Last week, I wrote about the Apple TV needing to get cheaper, and that would certainly be a good way for Apple to get its service onto the TVs of people all around the world. But this Amazon Echo announcement makes me wonder if Apple’s willing to take an even larger step away from its walled-garden ecosystem.

Picture the TV app. Apple has been building it up over the last few years as the central hub for all of Apple’s content, as well as content from third-party services. Apple’s vision is that users of the iPhone, iPad, and Apple TV will all use the TV app as their interface for iTunes purchases and rentals, live sports, other services, and of course Apple’s own video service.

roku premiere 2018 device Roku

Can you image Apple TV's service on the Roku Premiere?

Now picture the TV app on Roku and Amazon Fire TV.

In one step, Apple would be bringing its ecosystem—not just the future Apple video service, but iTunes movie and TV rentals and purchases, and possibly other video services resold by Apple—to the most popular TV streaming boxes out there.

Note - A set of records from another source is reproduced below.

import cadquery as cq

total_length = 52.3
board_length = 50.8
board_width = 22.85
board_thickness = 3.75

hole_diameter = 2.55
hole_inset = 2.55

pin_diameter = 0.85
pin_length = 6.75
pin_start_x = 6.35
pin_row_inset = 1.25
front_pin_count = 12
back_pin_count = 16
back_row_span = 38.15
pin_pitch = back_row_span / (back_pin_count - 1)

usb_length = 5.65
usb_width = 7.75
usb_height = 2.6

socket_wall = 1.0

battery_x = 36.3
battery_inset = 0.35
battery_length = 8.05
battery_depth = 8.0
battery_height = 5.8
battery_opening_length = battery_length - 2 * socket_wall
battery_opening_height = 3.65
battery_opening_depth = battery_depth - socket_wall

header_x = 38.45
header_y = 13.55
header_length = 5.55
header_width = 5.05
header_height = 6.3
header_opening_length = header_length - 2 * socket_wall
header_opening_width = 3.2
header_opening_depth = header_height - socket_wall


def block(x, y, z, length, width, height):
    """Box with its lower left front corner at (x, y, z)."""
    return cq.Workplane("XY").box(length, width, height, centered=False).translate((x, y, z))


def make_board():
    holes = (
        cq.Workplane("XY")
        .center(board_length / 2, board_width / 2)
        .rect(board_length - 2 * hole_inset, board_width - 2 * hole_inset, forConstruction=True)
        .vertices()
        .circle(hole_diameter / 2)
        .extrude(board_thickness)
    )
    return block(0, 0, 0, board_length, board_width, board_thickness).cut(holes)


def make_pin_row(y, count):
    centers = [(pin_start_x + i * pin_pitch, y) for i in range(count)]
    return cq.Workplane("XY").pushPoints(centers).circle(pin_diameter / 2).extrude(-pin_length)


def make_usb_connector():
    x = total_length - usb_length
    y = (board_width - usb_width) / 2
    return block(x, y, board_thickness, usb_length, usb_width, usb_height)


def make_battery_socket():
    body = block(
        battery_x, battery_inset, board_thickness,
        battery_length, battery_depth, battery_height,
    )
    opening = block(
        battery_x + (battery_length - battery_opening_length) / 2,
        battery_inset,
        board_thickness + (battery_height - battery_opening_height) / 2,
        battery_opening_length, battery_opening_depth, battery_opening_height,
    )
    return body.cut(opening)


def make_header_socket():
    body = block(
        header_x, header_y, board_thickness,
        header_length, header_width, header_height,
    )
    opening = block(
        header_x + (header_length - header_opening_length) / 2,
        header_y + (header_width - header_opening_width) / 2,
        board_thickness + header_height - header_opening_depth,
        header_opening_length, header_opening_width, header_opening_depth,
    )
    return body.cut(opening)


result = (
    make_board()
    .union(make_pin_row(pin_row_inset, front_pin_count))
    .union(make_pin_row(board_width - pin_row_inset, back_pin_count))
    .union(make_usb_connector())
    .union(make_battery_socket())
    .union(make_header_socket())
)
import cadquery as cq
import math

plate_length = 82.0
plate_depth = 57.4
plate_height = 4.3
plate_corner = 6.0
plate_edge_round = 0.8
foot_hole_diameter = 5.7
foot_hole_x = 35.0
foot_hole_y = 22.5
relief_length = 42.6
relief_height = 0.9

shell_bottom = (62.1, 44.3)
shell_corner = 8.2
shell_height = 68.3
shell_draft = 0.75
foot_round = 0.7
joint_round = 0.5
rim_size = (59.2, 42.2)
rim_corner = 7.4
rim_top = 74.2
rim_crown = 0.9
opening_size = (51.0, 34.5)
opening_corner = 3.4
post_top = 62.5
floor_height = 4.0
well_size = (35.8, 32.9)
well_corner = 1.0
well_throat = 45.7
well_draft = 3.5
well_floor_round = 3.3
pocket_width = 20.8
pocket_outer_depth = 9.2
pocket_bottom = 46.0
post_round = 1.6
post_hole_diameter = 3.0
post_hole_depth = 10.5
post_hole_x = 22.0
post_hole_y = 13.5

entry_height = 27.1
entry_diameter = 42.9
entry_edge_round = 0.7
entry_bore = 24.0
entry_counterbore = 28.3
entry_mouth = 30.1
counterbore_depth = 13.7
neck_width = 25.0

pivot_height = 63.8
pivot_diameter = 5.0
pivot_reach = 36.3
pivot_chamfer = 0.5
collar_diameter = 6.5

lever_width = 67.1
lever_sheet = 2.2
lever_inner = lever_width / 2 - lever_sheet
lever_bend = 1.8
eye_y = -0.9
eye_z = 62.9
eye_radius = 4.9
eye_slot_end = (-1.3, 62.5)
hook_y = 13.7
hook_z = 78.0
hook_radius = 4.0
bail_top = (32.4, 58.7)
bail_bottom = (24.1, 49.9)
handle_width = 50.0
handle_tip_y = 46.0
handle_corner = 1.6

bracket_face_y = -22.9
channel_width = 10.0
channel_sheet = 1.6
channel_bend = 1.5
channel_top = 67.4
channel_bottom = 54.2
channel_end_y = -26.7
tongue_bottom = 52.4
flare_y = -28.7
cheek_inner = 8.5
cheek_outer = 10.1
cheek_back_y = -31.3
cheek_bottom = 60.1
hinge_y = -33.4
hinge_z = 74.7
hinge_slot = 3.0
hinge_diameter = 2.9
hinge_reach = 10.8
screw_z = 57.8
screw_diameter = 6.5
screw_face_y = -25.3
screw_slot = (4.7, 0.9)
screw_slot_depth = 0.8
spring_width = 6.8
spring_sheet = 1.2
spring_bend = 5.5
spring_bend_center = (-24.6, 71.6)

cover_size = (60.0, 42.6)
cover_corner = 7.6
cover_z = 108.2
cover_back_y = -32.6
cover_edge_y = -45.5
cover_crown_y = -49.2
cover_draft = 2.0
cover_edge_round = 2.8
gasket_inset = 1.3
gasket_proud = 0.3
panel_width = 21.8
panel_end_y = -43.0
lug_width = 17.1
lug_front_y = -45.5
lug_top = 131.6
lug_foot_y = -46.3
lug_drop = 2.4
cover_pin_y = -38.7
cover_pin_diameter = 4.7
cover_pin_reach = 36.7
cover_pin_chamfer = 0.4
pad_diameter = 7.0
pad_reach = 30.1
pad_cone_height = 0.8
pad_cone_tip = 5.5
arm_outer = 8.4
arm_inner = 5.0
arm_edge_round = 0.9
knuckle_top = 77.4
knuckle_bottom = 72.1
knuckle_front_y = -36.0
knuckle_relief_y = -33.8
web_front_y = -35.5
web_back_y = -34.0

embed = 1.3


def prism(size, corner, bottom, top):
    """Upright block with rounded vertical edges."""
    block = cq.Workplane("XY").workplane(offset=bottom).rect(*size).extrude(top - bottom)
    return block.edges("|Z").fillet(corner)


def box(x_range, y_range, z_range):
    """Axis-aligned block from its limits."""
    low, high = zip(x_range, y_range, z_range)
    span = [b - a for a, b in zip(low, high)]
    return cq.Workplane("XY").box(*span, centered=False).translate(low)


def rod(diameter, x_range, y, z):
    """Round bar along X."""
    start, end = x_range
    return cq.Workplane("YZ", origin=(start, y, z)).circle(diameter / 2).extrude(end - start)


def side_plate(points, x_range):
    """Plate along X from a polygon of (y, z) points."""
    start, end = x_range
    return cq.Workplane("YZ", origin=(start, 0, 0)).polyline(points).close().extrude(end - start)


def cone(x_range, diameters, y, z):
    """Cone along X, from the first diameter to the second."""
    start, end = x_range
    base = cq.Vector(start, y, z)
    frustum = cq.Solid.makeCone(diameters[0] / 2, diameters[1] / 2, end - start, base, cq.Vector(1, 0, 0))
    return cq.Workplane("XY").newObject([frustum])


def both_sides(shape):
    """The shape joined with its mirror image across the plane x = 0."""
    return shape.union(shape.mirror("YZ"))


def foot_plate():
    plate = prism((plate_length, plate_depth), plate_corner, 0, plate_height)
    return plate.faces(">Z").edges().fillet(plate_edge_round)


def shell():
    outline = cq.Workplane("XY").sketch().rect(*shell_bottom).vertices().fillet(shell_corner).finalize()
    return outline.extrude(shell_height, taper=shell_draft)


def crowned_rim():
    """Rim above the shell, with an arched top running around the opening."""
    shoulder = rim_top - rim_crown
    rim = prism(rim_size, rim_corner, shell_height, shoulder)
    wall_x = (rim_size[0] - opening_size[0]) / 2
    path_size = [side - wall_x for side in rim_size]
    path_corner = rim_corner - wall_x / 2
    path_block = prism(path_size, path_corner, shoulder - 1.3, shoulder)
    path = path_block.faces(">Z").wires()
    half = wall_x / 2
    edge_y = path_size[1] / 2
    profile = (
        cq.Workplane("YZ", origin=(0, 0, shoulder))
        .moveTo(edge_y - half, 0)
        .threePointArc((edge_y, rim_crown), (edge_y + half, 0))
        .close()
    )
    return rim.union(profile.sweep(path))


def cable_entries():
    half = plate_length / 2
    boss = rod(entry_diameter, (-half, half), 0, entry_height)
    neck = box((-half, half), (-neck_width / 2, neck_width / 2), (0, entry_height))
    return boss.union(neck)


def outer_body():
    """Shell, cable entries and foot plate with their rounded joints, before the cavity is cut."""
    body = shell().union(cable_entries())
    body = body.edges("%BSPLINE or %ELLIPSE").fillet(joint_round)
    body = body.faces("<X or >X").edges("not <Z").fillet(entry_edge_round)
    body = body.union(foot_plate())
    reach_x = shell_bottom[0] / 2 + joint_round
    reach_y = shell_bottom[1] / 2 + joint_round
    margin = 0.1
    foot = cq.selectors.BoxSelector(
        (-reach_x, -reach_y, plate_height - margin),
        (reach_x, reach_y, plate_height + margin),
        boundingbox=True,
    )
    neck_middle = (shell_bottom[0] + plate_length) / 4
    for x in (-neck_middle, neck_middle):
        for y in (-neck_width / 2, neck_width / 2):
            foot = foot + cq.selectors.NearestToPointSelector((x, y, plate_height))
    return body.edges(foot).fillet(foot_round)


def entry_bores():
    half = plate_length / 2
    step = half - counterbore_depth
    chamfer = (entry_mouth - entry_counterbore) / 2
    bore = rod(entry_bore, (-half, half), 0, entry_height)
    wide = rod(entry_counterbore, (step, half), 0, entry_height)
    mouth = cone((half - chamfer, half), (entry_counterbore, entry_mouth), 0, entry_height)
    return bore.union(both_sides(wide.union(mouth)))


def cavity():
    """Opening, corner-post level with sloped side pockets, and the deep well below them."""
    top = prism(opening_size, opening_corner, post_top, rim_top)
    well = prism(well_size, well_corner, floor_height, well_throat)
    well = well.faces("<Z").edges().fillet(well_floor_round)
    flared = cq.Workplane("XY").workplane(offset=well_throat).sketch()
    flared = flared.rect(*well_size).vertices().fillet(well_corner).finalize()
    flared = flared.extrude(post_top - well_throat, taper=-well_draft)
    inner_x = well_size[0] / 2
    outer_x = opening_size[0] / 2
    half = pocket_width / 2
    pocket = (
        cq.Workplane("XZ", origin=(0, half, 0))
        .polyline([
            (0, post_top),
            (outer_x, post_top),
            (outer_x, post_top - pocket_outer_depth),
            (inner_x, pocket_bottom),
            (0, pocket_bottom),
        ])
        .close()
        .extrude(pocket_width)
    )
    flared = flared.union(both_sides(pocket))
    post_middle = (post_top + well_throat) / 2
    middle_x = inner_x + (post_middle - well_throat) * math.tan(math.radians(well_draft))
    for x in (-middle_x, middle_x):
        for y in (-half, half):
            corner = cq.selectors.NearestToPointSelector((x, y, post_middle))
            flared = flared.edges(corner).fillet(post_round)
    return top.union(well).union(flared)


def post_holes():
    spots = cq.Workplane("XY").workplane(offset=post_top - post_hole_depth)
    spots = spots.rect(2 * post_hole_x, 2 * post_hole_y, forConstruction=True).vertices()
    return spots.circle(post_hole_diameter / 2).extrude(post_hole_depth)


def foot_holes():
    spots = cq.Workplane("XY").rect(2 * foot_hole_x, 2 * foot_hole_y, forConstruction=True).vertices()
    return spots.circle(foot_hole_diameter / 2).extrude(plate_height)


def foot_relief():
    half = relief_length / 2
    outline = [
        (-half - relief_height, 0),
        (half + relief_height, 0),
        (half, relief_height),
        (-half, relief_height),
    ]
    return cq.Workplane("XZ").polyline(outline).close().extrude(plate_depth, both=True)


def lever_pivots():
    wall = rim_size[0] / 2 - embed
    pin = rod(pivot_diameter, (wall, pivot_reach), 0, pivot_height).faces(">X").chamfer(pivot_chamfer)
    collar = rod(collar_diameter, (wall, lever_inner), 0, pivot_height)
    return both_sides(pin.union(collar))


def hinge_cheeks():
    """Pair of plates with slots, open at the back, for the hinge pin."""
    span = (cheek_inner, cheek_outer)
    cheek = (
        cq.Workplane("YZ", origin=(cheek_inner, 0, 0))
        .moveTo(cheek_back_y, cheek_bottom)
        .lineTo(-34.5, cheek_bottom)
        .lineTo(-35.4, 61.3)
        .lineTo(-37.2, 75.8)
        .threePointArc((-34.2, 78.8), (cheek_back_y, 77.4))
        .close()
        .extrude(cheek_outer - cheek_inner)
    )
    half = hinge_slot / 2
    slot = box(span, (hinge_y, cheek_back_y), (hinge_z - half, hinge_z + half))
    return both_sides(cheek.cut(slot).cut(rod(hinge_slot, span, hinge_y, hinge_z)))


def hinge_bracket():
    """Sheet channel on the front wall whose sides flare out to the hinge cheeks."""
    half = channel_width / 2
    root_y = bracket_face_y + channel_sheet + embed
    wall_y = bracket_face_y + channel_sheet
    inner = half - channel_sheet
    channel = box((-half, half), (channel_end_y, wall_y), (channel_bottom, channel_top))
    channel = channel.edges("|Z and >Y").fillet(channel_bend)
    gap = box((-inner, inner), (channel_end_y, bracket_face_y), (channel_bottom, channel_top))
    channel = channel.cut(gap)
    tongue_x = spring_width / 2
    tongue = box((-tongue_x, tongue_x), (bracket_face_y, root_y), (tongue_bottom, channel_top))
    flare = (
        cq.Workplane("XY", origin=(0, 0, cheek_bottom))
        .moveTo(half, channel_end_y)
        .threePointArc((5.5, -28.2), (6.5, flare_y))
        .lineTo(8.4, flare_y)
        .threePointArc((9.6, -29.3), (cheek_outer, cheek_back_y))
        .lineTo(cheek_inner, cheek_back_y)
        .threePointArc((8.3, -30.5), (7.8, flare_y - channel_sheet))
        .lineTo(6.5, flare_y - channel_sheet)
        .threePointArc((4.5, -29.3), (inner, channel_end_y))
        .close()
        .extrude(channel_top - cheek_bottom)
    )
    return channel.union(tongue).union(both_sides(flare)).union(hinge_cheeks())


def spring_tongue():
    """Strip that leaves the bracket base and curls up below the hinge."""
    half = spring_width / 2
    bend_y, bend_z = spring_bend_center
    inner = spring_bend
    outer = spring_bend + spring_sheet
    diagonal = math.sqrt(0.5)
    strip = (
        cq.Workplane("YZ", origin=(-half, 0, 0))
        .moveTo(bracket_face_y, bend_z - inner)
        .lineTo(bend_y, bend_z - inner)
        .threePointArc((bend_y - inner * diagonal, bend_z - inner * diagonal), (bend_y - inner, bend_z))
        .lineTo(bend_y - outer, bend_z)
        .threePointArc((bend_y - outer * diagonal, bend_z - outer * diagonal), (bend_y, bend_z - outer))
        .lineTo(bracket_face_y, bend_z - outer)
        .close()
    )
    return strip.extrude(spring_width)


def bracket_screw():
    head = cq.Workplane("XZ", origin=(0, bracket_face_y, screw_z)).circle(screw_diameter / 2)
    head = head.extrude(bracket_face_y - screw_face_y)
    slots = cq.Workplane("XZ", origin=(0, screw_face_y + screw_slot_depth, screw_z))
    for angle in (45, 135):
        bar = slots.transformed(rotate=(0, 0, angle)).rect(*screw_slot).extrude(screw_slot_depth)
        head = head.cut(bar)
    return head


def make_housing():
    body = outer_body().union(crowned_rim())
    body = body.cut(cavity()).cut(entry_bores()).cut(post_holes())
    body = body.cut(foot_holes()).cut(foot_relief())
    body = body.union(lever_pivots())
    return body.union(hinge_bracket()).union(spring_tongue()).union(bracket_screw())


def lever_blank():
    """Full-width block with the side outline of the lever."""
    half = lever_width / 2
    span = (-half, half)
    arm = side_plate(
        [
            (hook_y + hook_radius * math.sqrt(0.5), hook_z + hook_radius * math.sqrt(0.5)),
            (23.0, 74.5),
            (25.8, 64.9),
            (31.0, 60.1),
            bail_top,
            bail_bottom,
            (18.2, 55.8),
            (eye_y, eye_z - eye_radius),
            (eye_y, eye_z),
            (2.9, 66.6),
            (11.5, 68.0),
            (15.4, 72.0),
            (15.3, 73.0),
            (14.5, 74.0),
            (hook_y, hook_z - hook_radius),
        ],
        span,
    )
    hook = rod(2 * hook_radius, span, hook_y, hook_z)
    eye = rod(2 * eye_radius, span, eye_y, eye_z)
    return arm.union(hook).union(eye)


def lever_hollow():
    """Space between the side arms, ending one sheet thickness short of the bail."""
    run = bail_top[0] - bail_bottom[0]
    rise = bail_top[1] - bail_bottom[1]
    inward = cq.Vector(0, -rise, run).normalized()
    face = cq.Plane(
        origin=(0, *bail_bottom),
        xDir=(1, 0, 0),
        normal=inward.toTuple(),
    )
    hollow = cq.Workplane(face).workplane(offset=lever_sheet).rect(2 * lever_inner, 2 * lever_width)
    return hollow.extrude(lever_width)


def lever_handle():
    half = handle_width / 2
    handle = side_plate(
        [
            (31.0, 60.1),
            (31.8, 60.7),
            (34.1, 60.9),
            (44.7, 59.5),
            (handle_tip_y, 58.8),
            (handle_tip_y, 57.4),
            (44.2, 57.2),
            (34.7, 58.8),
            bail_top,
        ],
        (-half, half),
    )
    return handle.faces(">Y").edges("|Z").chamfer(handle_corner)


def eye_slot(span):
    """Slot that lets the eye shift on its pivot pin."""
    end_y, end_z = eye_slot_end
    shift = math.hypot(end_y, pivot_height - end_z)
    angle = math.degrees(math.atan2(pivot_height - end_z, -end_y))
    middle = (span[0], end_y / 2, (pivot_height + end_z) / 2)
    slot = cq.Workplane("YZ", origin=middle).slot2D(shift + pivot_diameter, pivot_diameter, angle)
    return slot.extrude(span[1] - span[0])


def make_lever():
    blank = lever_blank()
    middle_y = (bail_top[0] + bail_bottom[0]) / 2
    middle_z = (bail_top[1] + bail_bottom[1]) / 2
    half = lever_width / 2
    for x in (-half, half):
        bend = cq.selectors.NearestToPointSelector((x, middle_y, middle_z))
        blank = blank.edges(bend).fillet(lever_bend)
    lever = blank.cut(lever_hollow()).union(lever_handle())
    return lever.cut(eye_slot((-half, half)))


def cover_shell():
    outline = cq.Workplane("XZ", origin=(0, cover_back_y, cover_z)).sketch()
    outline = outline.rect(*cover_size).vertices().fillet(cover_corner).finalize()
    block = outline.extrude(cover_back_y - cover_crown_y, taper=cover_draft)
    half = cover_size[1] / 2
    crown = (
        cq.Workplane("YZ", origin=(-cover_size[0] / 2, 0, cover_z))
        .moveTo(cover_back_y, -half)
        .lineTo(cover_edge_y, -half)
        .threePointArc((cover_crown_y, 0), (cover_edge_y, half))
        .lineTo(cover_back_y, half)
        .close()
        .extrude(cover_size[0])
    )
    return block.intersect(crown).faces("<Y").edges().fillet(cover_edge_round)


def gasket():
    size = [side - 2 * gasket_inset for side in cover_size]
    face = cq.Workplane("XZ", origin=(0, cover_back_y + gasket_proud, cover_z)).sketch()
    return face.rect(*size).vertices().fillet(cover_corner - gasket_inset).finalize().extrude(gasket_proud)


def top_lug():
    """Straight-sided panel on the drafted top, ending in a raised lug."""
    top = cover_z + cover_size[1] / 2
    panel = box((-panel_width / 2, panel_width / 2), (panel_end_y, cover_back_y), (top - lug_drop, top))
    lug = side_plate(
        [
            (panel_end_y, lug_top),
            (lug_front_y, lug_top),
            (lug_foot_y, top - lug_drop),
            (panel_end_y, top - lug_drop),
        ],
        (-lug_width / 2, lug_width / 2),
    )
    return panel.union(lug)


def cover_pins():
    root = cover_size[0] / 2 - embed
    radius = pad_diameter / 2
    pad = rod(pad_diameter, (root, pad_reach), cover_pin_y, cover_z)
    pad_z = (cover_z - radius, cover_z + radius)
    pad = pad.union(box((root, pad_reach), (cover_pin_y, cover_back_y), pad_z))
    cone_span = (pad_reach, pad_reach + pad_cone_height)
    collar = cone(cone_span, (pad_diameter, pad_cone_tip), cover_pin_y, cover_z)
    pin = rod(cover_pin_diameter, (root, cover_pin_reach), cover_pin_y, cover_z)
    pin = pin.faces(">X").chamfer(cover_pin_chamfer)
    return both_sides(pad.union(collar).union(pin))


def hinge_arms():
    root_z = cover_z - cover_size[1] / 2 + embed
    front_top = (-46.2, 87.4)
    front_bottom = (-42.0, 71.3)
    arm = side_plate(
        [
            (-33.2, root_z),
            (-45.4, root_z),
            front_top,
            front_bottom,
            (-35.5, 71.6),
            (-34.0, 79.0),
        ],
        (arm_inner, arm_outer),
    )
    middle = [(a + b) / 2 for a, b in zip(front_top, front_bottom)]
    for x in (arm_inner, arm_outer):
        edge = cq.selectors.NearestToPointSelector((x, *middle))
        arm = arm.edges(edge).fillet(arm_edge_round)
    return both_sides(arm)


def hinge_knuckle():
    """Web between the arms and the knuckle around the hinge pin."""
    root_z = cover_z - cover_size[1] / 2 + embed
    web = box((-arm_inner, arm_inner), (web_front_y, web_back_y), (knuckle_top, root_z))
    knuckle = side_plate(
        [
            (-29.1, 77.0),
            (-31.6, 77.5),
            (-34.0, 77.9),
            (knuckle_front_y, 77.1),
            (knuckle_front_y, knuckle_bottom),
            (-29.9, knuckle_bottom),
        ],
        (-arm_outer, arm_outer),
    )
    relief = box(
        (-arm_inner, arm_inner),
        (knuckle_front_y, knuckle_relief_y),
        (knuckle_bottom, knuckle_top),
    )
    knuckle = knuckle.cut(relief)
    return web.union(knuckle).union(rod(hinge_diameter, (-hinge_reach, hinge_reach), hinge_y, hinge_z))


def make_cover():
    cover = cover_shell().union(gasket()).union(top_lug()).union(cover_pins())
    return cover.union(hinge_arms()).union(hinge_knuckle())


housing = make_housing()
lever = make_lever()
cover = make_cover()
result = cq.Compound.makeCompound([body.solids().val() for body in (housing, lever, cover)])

The Apple TV, like the HomePod, would be forced to compete as high-margin “premium” hardware—but Apple’s subscription services and a la carte video sales would now be available to a massive audience.

It would certainly increase the number of people who might possibly subscribe to Apple’s new video service. And maybe, just maybe, it would be like the iPod, and act as a gateway to bring some of those people further into Apple’s ecosystem.

It’s a scenario that I never really took seriously, even when writing about this topic a week ago. But with Apple Music coming to the Amazon Echo this month, it’s becoming clear that Apple’s willing to behave a lot differently than it has in the past in order to spread the reach of its subscription media services.